HOW TO COMPLETE THIS TASK: Starting at the first line of the data, print each line verbatim up to and including the line bearing "angle = math.radians(acute_angle)", omitting pictures.

EXERCISE MATERIAL:

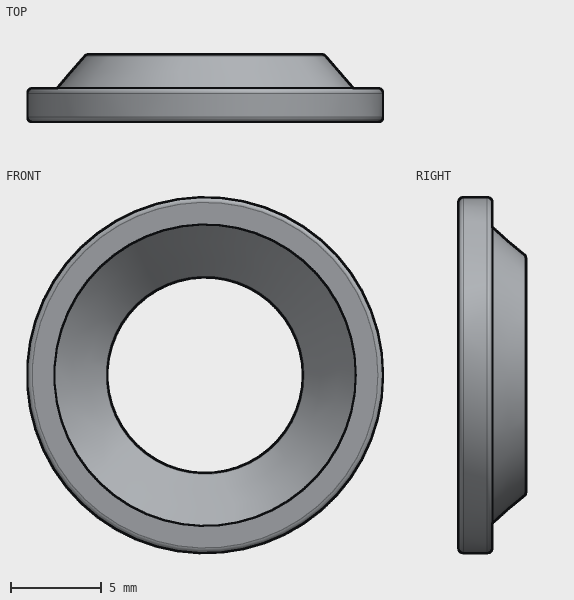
import cadquery as cq

flange_diameter = 19.6
flange_thickness = 1.88
total_height = 3.75
edge_fillet = 0.3

collar_base_diameter = 16.3
collar_top_diameter = 13.1

countersink_diameter = 16.58
throat_diameter = 10.04

front_y = -total_height / 2
flange_back_y = front_y + flange_thickness
collar_top_y = front_y + total_height


def frustum(start_diameter, start_y, end_diameter, end_y):
    """Solid cone or cylinder about the Y axis, from start_y to end_y."""
    profile = (
        cq.Workplane("XY")
        .moveTo(0, start_y)
        .lineTo(start_diameter / 2, start_y)
        .lineTo(end_diameter / 2, end_y)
        .lineTo(0, end_y)
        .close()
    )
    return profile.revolve(360, (0, 0, 0), (0, 1, 0))


flange = frustum(flange_diameter, front_y, flange_diameter, flange_back_y)
flange = flange.edges("%CIRCLE").fillet(edge_fillet)

collar = frustum(collar_base_diameter, flange_back_y, collar_top_diameter, collar_top_y)
countersink = frustum(countersink_diameter, front_y, throat_diameter, collar_top_y)

washer = flange.union(collar).cut(countersink)
result = washer.faces(">Y").edges().fillet(edge_fillet)
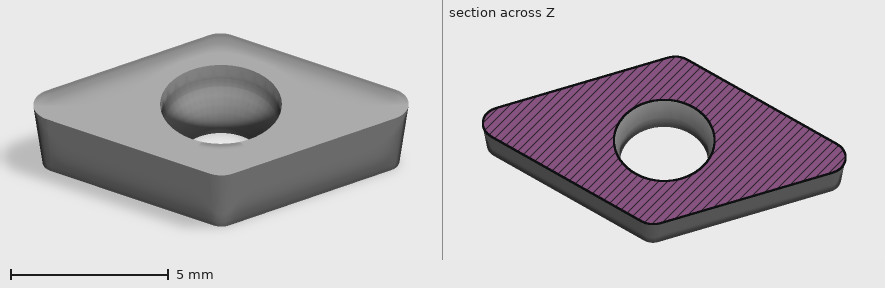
import cadquery as cq
import math

inscribed_circle = 6.35
thickness = 2.38
nose_radius = 0.794
acute_angle = 55.0
clearance_angle = 7.0

entry_diameter = 3.86
blend_diameter = 3.74
seat_diameter = 3.6
bore_diameter = 2.8
entry_depth = 0.52
bore_length = 0.25
seat_curvature_radius = 2.5


def rhombus_corners(height):
    """Corners of a rhombus centred on the origin, with two sides along X."""
    angle = math.radians(acute_angle)
    side = height / math.sin(angle)
    slant = height / math.tan(angle)
    right = (side + slant) / 2
    left = (slant - side) / 2
    half_height = height / 2
    return [
        (-right, -half_height),
        (-left, -half_height),
        (right, half_height),
        (left, half_height),
    ]


def insert_body():
    """Rounded rhombus at the top face, narrowing downwards by the clearance angle."""
    nose_centres = rhombus_corners(inscribed_circle - 2 * nose_radius)
    outline = cq.Workplane("XY").workplane(offset=thickness).polyline(nose_centres).close()
    return outline.offset2D(nose_radius).extrude(-thickness, taper=clearance_angle)


def seat_height_at(radius):
    """Z of the curved seat at a distance from the hole axis; the seat meets the bore tangentially."""
    inset = seat_curvature_radius - (radius - bore_diameter / 2)
    return bore_length + math.sqrt(seat_curvature_radius**2 - inset**2)


def screw_hole():
    """Revolved cutter for the hole, with its axis along Z."""
    entry_radius = entry_diameter / 2
    blend_radius = blend_diameter / 2
    seat_radius = seat_diameter / 2
    bore_radius = bore_diameter / 2
    seat_middle_radius = (seat_radius + bore_radius) / 2
    profile = (
        cq.Workplane("XZ")
        .moveTo(0, thickness)
        .lineTo(entry_radius, thickness)
        .lineTo(blend_radius, thickness - entry_depth)
        .tangentArcPoint((seat_radius, seat_height_at(seat_radius)), relative=False)
        .threePointArc(
            (seat_middle_radius, seat_height_at(seat_middle_radius)),
            (bore_radius, bore_length),
        )
        .lineTo(bore_radius, 0)
        .lineTo(0, 0)
        .close()
    )
    return profile.revolve(360, (0, 0, 0), (0, 1, 0))


result = insert_body().cut(screw_hole())
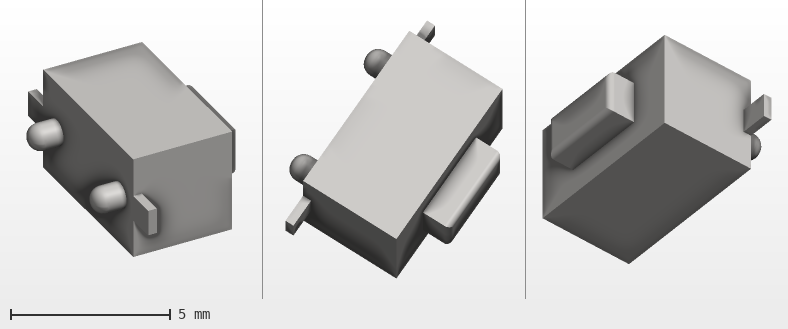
import cadquery as cq

body_length = 6.0
body_depth = 3.5
body_height = 3.6

button_length = 3.0
button_height = 1.6
button_travel = 1.0
button_edge_radius = 0.2

terminal_reach = 1.0
terminal_width = 0.9
terminal_thickness = 0.3

peg_diameter = 0.9
peg_length = 1.0
peg_spacing = 4.2
peg_tip_radius = 0.4


def block(length, depth, height, y_start):
    """Box centred on X and Z that runs from y_start toward +Y."""
    return cq.Workplane("XY").box(length, depth, height).translate((0, y_start + depth / 2, 0))


def make_button():
    button = block(button_length, button_travel, button_height, body_depth)
    return button.faces(">Y").edges().fillet(button_edge_radius)


def make_terminals():
    """One strip through the body whose two ends are the terminals."""
    strip_length = body_length + 2 * terminal_reach
    return block(strip_length, terminal_thickness, terminal_width, 0)


def make_peg(x):
    """Round peg with a domed tip that keeps a tiny flat at its centre."""
    peg = cq.Workplane("XZ").center(x, 0).circle(peg_diameter / 2).extrude(peg_length)
    return peg.faces("<Y").edges().fillet(peg_tip_radius)


result = block(body_length, body_depth, body_height, 0)
result = result.union(make_button()).union(make_terminals())
for side in (-1, 1):
    result = result.union(make_peg(side * peg_spacing / 2))
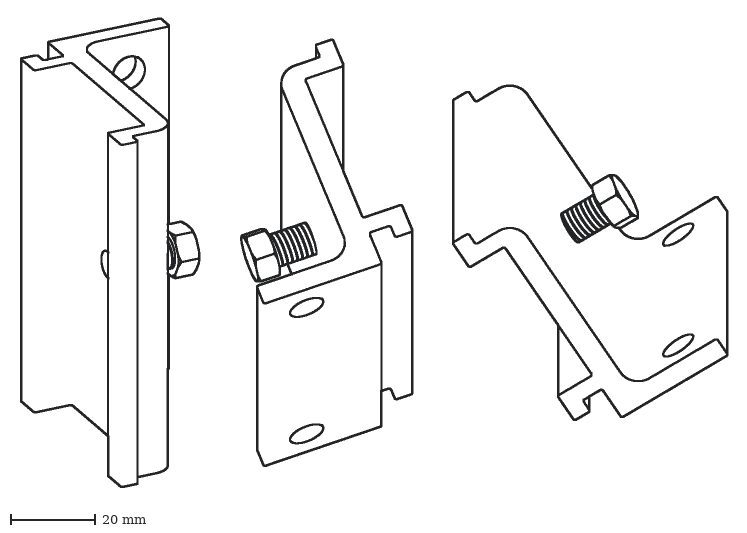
import cadquery as cq
import math

length = 90.0
width = 59.6
depth = 40.0
flange_thickness = 5.0
web_back = 15.9
web_thickness = 6.0
web_front = web_back - web_thickness
foot_width = 7.6
lip_reach = 3.3
lip_thickness = 4.5
left_foot_start = 5.4
left_foot_end = left_foot_start + foot_width
left_leg_outside = left_foot_start + lip_reach
right_foot_start = width - foot_width
right_leg_outside = width - lip_reach
bend_radius = 5.0
edge_radius = 0.5

mount_hole_diameter = 8.5
mount_hole_y = 29.1
mount_hole_inset = 10.0

bolt_x = 32.3
bolt_z = length / 2
shank_diameter = 8.0
shank_length = 9.9
tip_diameter = 6.8
head_corner_diameter = 13.0
head_height = 5.6
head_chamfer_reach = 0.7
head_chamfer_height = 0.45
thread_pitch = 1.3
thread_start = -0.9
thread_depth = 0.1
thread_opening = 0.2


def make_bracket():
    outline = [
        (0, depth),
        (flange_thickness, depth),
        (flange_thickness, web_back),
        (right_leg_outside, web_back),
        (right_leg_outside, lip_thickness),
        (width, lip_thickness),
        (width, 0),
        (right_foot_start, 0),
        (right_foot_start, web_front),
        (left_foot_end, web_front),
        (left_foot_end, 0),
        (left_foot_start, 0),
        (left_foot_start, lip_thickness),
        (left_leg_outside, lip_thickness),
        (left_leg_outside, web_front),
        (0, web_front),
    ]
    body = cq.Workplane("XY").polyline(outline).close().extrude(length)

    bend_corners = [(flange_thickness, web_back), (right_leg_outside, web_back)]
    small_corners = [corner for corner in outline if corner not in bend_corners]
    body = fillet_long_edges(body, bend_corners, bend_radius)
    body = fillet_long_edges(body, small_corners, edge_radius)

    for z in (mount_hole_inset, length - mount_hole_inset):
        hole = (
            cq.Workplane("YZ")
            .center(mount_hole_y, z)
            .circle(mount_hole_diameter / 2)
            .extrude(flange_thickness)
        )
        body = body.cut(hole)

    bolt_hole = cq.Workplane("XY").circle(tip_diameter / 2).extrude(web_thickness)
    return body.cut(place_on_bolt_axis(bolt_hole, web_front))


def fillet_long_edges(body, corners, radius):
    """Round the edges along Z that pass through the given profile corners."""
    edges = cq.Workplane("XY")
    for x, y in corners:
        nearest = cq.selectors.NearestToPointSelector((x, y, length / 2))
        edges = edges.add(body.edges("|Z").edges(nearest).val())
    return body.newObject([body.val().fillet(radius, edges.vals())])


def place_on_bolt_axis(shape, start_y):
    """Turn a shape built along +Z to point along +Y, starting at start_y on the bolt axis."""
    return shape.rotate((0, 0, 0), (1, 0, 0), -90).translate((bolt_x, start_y, bolt_z))


def make_head():
    """Hexagon with corners on the X axis, trimmed by cones at both ends."""
    hexagon = cq.Workplane("XY").polygon(6, head_corner_diameter).extrude(head_height)
    corner_radius = head_corner_diameter / 2
    face_radius = corner_radius - head_chamfer_reach
    trim = (
        cq.Workplane("XZ")
        .moveTo(0, 0)
        .lineTo(face_radius, 0)
        .lineTo(corner_radius, head_chamfer_height)
        .lineTo(corner_radius, head_height - head_chamfer_height)
        .lineTo(face_radius, head_height)
        .lineTo(0, head_height)
        .close()
        .revolve(360, (0, 0, 0), (0, 1, 0))
    )
    return hexagon.intersect(trim)


def make_groove_turn():
    """One right-handed turn of the V groove, starting at Z = 0."""
    radius = shank_diameter / 2
    overcut = thread_depth
    half_mouth = thread_opening / 2 * (thread_depth + overcut) / thread_depth
    path = cq.Wire.makeHelix(thread_pitch, thread_pitch, radius)
    return (
        cq.Workplane("XZ")
        .moveTo(radius - thread_depth, 0)
        .lineTo(radius + overcut, half_mouth)
        .lineTo(radius + overcut, -half_mouth)
        .close()
        .sweep(cq.Workplane(obj=path), isFrenet=True)
    )


def make_shank():
    """Cylinder whose groove runs past both ends, cut turn by turn."""
    shank = cq.Workplane("XY").circle(shank_diameter / 2).extrude(shank_length)
    groove_turn = make_groove_turn()
    turns = math.ceil((shank_length - thread_start) / thread_pitch)
    for turn in range(turns):
        shank = shank.cut(groove_turn.translate((0, 0, thread_start + turn * thread_pitch)))
    return shank


def make_bolt():
    tip = cq.Workplane("XY").circle(tip_diameter / 2).extrude(web_thickness)
    shank = make_shank().translate((0, 0, web_thickness))
    head = make_head().translate((0, 0, web_thickness + shank_length))
    return place_on_bolt_axis(tip.union(shank).union(head), web_front)


bracket = make_bracket()
bolt = make_bolt()

result = cq.Compound.makeCompound([*bracket.solids().vals(), *bolt.solids().vals()])

WRITTEN RESPONSE:
import cadquery as cq

flange_diameter = 19.6
flange_thickness = 1.88
total_height = 3.75
edge_fillet = 0.3

collar_base_diameter = 16.3
collar_top_diameter = 13.1

countersink_diameter = 16.58
throat_diameter = 10.04

front_y = -total_height / 2
flange_back_y = front_y + flange_thickness
collar_top_y = front_y + total_height


def frustum(start_diameter, start_y, end_diameter, end_y):
    """Solid cone or cylinder about the Y axis, from start_y to end_y."""
    profile = (
        cq.Workplane("XY")
        .moveTo(0, start_y)
        .lineTo(start_diameter / 2, start_y)
        .lineTo(end_diameter / 2, end_y)
        .lineTo(0, end_y)
        .close()
    )
    return profile.revolve(360, (0, 0, 0), (0, 1, 0))


flange = frustum(flange_diameter, front_y, flange_diameter, flange_back_y)
flange = flange.edges("%CIRCLE").fillet(edge_fillet)

collar = frustum(collar_base_diameter, flange_back_y, collar_top_diameter, collar_top_y)
countersink = frustum(countersink_diameter, front_y, throat_diameter, collar_top_y)

washer = flange.union(collar).cut(countersink)
result = washer.faces(">Y").edges().fillet(edge_fillet)
import cadquery as cq
import math

inscribed_circle = 6.35
thickness = 2.38
nose_radius = 0.794
acute_angle = 55.0
clearance_angle = 7.0

entry_diameter = 3.86
blend_diameter = 3.74
seat_diameter = 3.6
bore_diameter = 2.8
entry_depth = 0.52
bore_length = 0.25
seat_curvature_radius = 2.5


def rhombus_corners(height):
    """Corners of a rhombus centred on the origin, with two sides along X."""
    angle = math.radians(acute_angle)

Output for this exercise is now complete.